“形與意”是中國畫創作中在解決技術問題之后,首先要解決的問題。它既是一個審美標準,也是一種文化理念。是雅與俗、中國畫和西畫的分界線。中國畫和西畫最本質的區別就在于對“形與意”的不同理解和不同表現,這是由東西不同文化觀念和不同審美思想決定的。西方文化是外露的,甚至是激揚暴烈的,而東方文化是含蓄、內蘊的。例如:欲左先右、欲上先下等。西畫注意寫實,表現的是物象的外在形態;中國畫注意寫意,強調的是物象形態之外的一種內在的氣韻和意趣,或是作者思想情感的延伸,表達的是一種超乎物外的精神。
古人輕形而重意,追求的是高潔清雅,深惡痛絕的是平庸低俗。東坡先生說,“俗病難醫”,一旦入俗,終生便無法解脫。宋代沈括說:“書畫之妙,當以神會,難可以形器求也”。白石老人有中國畫“妙在似與不似之間“的感喟。八大山人朱耷畫的禿山、殘枝、昏鴉,并不是自然物象的再現,而是借此表達了明朝遺少一種沒落皇族子孫孤寂無奈的心境;徐青藤在葡萄畫題詩中云:“半生落魄已成翁,獨立書齋嘯晚風,筆底明珠無處賣,閑拋閑擲野藤中。”抒發的是自己那種懷才不遇、英雄無用武之地的煩惱與無奈。
筆墨是中國畫的基礎,寫意是中國畫的靈魂,這是中國畫特別耐人尋味之處,也是西方人永遠都無法理解、也無法做到的。當代中國畫創作存在的主要問題是重形輕意,形式大于內容,筆墨小于制作。那種超自然、渾然忘我的非功利性、自覺創作活動越來越少見,以商業展覽、迎合市場為目的的創作比比皆是。有人曲解石濤的“筆墨當隨時代”,片面地把中國畫看成是單純的“造型”藝術,一方面在形式上變著法去拼湊、涂抹、制作,使本來高雅的藝術創造,變成了無半點文化含量的低級技術勞動;另一方面把西方的一些繪畫技法采取拿來主義,生吞活剝,使獨具民族特色的中國畫蛻變成不土不洋、不中不西的四不像,陷入了一種粗野與荒誕。從全國美展作品看,幾乎看不到一幅逸筆草草的寫意之作,寫意已經淪為“寫形”,筆墨的文化含量和質量都大大下降了。

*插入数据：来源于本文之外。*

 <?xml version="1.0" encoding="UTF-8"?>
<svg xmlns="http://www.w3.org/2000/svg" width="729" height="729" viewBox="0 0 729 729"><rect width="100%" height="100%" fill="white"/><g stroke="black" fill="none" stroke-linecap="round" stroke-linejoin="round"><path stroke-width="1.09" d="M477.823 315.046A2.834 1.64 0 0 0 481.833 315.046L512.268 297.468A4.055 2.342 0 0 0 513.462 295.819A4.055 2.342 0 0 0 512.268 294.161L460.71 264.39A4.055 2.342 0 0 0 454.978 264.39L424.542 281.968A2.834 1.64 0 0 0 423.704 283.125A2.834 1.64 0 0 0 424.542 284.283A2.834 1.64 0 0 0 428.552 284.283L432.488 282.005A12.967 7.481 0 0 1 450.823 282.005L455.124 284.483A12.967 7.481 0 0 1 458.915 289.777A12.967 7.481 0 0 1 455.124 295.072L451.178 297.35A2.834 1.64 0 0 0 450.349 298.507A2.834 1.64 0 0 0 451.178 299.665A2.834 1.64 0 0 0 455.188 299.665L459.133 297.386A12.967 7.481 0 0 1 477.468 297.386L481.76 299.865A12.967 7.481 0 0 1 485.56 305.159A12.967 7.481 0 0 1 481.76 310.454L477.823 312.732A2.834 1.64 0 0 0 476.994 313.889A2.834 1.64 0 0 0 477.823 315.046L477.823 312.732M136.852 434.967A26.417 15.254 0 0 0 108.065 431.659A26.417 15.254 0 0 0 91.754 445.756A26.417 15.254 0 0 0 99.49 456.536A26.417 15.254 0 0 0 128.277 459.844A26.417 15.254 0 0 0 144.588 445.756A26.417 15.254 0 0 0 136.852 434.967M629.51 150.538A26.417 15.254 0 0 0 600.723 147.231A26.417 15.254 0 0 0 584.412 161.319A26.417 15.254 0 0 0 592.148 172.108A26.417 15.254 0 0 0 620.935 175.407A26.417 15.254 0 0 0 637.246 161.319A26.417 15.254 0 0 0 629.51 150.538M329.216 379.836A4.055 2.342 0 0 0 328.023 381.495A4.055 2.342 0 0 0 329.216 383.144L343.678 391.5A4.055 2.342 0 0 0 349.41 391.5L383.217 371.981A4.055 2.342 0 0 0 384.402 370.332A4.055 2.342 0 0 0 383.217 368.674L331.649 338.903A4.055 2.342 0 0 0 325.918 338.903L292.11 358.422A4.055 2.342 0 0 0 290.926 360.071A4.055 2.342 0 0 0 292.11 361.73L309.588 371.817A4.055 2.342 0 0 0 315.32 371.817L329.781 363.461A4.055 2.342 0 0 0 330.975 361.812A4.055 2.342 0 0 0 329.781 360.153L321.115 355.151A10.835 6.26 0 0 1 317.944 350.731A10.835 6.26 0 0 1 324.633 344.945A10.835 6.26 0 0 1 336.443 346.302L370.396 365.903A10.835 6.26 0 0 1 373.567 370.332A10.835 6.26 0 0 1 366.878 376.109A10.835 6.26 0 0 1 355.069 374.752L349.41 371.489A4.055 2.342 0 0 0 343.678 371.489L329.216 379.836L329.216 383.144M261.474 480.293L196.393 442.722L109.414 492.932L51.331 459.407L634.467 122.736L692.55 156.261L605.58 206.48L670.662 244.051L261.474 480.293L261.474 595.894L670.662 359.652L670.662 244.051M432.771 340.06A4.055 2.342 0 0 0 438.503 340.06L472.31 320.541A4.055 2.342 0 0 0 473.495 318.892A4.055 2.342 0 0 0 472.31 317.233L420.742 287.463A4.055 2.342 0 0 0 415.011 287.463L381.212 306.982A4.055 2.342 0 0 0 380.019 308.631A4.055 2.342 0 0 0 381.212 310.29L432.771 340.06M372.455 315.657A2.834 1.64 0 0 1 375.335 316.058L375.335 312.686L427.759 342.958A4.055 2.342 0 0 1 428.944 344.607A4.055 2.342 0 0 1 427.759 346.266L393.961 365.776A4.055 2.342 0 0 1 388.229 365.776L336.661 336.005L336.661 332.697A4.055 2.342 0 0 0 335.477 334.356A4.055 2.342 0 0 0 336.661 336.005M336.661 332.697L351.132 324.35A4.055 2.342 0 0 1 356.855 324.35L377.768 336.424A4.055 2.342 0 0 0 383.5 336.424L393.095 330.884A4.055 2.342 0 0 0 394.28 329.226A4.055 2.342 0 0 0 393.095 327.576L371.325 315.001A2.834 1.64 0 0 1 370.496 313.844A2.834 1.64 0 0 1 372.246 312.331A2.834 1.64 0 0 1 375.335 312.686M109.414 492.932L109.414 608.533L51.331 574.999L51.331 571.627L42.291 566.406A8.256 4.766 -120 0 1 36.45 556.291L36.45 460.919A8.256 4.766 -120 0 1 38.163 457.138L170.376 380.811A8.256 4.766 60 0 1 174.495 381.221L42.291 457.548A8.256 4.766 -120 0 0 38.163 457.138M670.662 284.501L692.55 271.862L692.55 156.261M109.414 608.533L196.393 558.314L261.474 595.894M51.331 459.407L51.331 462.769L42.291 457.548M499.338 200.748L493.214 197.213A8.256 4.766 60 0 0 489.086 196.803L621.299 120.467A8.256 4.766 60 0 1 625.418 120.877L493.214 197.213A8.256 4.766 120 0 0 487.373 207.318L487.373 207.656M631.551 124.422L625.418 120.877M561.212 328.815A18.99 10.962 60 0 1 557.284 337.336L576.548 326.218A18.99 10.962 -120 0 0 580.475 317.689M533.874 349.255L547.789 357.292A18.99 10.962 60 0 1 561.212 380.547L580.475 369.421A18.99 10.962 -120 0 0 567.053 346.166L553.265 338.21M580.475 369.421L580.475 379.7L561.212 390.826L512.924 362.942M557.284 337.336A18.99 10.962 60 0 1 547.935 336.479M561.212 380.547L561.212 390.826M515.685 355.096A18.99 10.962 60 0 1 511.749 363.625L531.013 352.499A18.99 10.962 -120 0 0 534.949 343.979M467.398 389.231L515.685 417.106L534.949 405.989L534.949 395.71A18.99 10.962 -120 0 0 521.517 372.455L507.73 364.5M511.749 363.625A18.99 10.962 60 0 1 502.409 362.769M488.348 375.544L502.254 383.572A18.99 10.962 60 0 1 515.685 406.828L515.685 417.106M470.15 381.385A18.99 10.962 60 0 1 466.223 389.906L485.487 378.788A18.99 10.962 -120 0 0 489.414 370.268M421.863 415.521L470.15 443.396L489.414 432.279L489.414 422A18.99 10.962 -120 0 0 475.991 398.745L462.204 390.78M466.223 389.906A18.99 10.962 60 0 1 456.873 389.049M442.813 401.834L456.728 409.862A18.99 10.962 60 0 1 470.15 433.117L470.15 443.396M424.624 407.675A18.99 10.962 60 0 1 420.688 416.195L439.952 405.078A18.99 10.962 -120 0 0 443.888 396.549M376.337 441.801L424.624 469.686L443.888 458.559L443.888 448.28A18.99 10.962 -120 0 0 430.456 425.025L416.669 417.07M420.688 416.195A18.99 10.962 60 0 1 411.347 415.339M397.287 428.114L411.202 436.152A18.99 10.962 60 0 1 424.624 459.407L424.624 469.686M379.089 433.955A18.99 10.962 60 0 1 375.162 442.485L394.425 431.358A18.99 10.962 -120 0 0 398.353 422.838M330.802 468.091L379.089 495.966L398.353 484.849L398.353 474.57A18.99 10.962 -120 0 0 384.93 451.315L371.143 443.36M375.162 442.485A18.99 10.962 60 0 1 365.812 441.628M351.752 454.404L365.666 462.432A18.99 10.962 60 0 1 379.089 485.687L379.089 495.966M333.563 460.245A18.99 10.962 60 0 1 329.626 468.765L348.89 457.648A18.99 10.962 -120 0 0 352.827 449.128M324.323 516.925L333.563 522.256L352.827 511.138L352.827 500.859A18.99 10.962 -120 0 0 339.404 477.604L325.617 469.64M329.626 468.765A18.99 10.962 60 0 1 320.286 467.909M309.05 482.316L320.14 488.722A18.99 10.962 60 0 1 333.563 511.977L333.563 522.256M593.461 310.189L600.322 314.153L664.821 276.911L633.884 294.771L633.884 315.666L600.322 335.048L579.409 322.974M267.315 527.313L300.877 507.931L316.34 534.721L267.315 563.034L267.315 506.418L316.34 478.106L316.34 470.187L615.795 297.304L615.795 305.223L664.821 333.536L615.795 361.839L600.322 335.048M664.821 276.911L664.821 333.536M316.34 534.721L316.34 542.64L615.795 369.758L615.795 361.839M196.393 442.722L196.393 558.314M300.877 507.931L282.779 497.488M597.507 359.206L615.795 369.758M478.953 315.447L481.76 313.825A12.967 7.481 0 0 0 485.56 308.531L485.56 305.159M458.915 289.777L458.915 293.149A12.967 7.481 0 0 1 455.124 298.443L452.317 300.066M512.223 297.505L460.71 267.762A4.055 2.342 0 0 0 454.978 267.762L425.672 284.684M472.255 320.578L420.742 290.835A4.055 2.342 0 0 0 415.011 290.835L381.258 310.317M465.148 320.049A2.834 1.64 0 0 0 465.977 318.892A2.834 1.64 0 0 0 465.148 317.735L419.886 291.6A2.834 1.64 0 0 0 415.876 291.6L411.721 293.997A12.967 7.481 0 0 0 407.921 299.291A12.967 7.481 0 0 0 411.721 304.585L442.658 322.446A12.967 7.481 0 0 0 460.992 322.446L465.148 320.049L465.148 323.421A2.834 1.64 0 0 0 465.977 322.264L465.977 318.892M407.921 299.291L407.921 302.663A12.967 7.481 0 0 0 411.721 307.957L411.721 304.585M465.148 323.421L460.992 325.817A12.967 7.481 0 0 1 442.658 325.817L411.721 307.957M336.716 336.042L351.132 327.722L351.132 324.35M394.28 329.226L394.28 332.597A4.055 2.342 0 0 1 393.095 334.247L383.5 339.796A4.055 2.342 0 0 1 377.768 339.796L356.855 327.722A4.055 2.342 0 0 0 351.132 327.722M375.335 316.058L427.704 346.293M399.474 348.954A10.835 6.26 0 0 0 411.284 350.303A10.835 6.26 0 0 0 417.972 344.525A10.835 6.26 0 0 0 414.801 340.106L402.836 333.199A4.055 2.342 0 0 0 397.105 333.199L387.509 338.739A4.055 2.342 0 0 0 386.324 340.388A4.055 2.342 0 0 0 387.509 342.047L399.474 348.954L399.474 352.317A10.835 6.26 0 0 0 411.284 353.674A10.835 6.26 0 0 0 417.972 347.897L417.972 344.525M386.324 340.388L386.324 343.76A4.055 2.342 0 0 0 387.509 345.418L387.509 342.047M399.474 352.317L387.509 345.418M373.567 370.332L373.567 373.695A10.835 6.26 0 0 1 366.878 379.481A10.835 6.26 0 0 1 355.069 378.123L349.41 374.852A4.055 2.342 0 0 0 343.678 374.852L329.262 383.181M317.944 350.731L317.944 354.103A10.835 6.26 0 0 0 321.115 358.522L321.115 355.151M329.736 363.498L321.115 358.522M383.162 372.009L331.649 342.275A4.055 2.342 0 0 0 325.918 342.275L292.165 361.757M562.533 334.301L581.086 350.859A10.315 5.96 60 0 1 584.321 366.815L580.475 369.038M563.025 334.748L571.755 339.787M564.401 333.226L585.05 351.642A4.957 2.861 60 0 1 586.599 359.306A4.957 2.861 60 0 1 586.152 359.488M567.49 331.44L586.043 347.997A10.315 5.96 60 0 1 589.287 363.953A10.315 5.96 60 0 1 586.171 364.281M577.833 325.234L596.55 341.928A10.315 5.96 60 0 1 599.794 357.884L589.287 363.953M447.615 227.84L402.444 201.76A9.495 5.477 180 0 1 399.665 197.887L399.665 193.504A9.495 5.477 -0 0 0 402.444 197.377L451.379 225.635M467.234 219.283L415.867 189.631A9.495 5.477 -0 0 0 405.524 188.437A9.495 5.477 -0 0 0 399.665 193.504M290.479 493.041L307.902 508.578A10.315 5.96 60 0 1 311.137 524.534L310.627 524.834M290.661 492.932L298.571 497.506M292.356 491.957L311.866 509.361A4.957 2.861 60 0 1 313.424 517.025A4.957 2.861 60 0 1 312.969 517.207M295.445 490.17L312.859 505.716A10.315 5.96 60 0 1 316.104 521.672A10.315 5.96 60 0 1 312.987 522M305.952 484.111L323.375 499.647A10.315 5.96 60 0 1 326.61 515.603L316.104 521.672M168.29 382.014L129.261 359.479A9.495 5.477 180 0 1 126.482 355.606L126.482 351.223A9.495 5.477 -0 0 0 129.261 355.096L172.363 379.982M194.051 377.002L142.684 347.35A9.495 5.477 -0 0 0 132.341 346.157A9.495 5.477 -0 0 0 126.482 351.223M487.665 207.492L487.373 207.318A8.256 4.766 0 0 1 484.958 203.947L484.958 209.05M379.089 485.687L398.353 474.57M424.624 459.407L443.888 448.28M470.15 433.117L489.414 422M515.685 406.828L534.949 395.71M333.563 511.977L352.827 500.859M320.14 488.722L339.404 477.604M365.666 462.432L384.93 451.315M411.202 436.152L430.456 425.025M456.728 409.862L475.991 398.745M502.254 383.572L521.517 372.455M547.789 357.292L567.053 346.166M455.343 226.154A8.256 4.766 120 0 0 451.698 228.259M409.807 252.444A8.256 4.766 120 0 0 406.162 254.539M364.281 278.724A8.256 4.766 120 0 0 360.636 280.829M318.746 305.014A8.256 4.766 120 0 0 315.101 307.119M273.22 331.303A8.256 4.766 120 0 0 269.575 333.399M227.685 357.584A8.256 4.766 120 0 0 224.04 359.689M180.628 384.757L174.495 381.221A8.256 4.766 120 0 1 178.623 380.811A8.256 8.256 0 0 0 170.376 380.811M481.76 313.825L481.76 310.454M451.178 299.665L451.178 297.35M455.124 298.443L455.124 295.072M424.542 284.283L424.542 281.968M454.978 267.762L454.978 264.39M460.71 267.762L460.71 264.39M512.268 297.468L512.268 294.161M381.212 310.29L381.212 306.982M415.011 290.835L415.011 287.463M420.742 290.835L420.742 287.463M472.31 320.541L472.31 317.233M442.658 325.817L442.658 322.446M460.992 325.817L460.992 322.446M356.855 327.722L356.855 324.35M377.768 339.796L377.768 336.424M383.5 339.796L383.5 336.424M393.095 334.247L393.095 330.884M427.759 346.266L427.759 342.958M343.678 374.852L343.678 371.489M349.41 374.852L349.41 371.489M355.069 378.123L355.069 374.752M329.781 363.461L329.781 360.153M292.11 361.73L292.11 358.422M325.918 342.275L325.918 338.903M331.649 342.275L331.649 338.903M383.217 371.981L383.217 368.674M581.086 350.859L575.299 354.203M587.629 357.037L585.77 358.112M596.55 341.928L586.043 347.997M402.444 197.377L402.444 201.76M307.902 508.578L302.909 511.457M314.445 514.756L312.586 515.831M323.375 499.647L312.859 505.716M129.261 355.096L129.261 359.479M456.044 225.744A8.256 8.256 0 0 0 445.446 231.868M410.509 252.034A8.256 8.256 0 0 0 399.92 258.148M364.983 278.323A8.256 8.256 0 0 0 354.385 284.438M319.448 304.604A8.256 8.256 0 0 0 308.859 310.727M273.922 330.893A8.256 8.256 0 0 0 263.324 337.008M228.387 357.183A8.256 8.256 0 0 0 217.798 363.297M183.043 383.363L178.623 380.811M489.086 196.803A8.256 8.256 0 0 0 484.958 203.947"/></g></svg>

我認為,寫意是中國畫的精神所在,是中國畫內在審美思想與民族性格共同作用下的一種藝術特質。抽掉了寫意,中國畫的筆墨便無所歸依。保持民族的藝術特色,守護中國人的精神家園,是中國畫獨立于世界民族藝術之林的根本,也是中國書畫藝術家義不容辭的責任,我們應該做到守土有責。回歸傳統,復歸寫意,找回自尊和自信,復興中國畫的人文精神,我們期待著。